* [Exercise description]: Find every line below where the word "IDistributedCache" occurs. Then say how many there are, giving only the number.

Collected data
== == ==

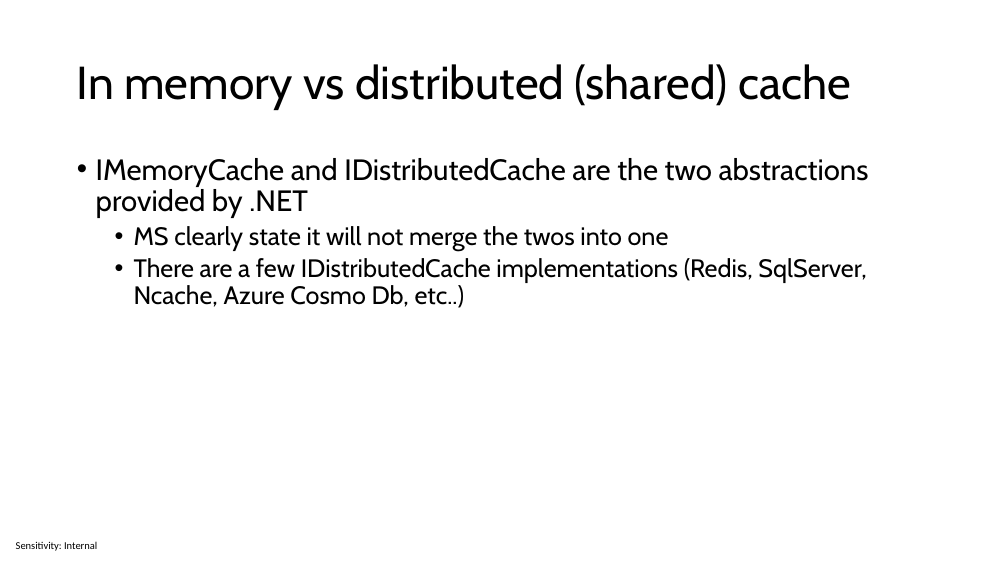
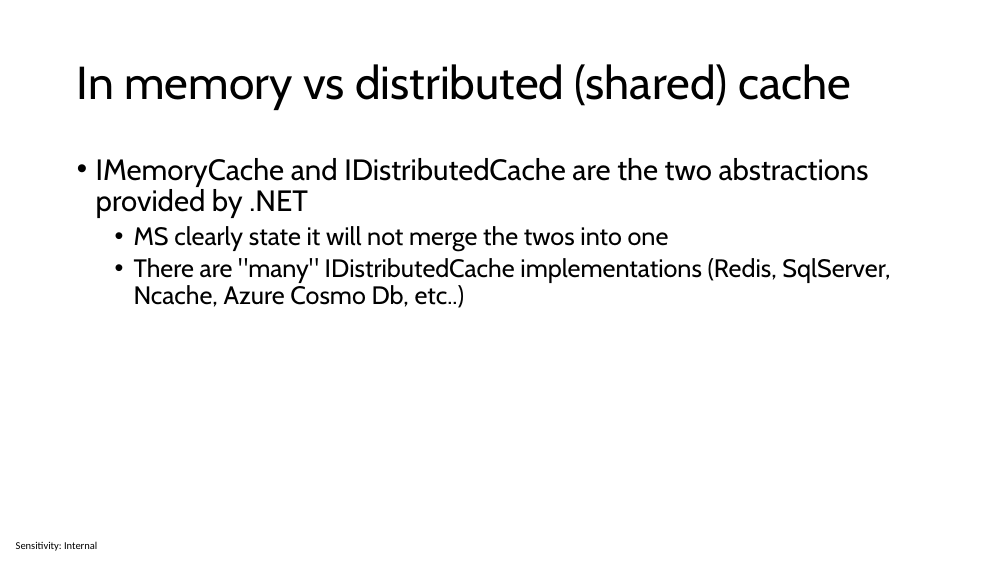
Before and after one commit to sabbadino/cache-like-a-pro-fusion-cache, a slide deck: slide 10 of cache-like-a-pro.pptx. Drawn at 1008x567 pixels with LibreOffice and Linux fonts; fonts in the diff are those of the drawing. Boxes give left, top, right and bottom in pixels: in the first picture for what was removed or moved away, otherwise in the second. Text is boxed around its words. In the diff, an @@ line names an element or a change of style, - is before the commit and + after.

```diff
--- a/cache-like-a-pro.pptx
+++ b/cache-like-a-pro.pptx
@@ text at box(134, 258, 890, 308): text changed @@
-  • There are a few IDistributedCache implementations (Redis, SqlServer, Ncache, Azure Cosmo Db, etc..)
+  • There are "many" IDistributedCache implementations (Redis, SqlServer, Ncache, Azure Cosmo Db, etc..)
```
Also in this commit, not shown: 12 other slides changed, 4 slides added, 1 slide removed.
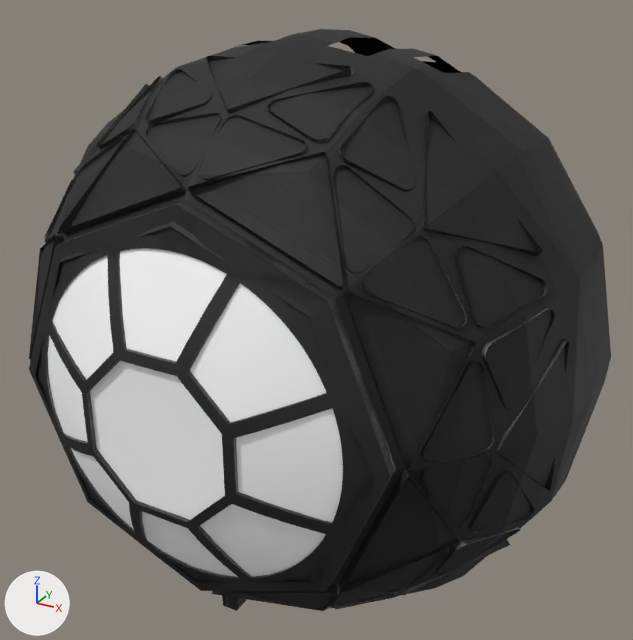
Renders of the glTF model public/models/galaxy/surface/tieadvancedcockpit.glb from each side of a commit.
The view is the same before and after, from a 50 mm lens placed at (1.47, -3.77, 3.06), pointed at (-0.01, -1.08, 1.71). Arrows for +X, +Y and +Z are at lower left; the lights stay in place. The older version comes first. Where no turn or scale is listed for an object, it has been applied to the vertices.

Before the edit, the objects in view are built like this:
```python
ob_mesh_0 = bpy.data.objects.new('Mesh_0', me_mesh_0)
ob_mesh_0.location = (0.0, -1.068, 1.705)
```
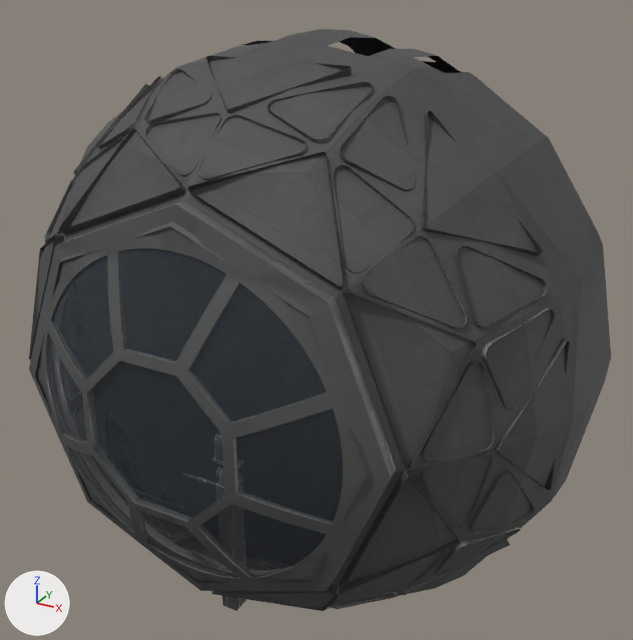
Where the change shows, as pixel boxes (x1, y1, x2, y2) in the pictures (633 x 640 px):
'Mesh_0', surface changed, recoloured: (29, 29, 611, 611) in both

Edits to the bpy script that builds the scene:
```text
Add img_t_tiefighter_cockpit_cs_ktx2:
    img_t_tiefighter_cockpit_cs_ktx2 = load_image('t_tiefighter_cockpit_cs.ktx2', '_unpacked/t_tiefighter_cockpit_cs.ktx2', 1024, 1024, 'sRGB')
Change mat_m_cockpit:
    where n2 = _N.new('ShaderNodeTexImage'); n2.name = 'Image Texture'
    n2.image: img_image_0 -> img_t_tiefighter_cockpit_cs_ktx2
Change mat_m_windowdirt:
    mat_m_windowdirt.base_color: (1.0, 1.0, 1.0) -> (0.06, 0.08, 0.1)  # white #ffffff -> greyish blue #455059
    mat_m_windowdirt.alpha: 1.0 -> 0.32
```

== == ==

* [Written solution]: 2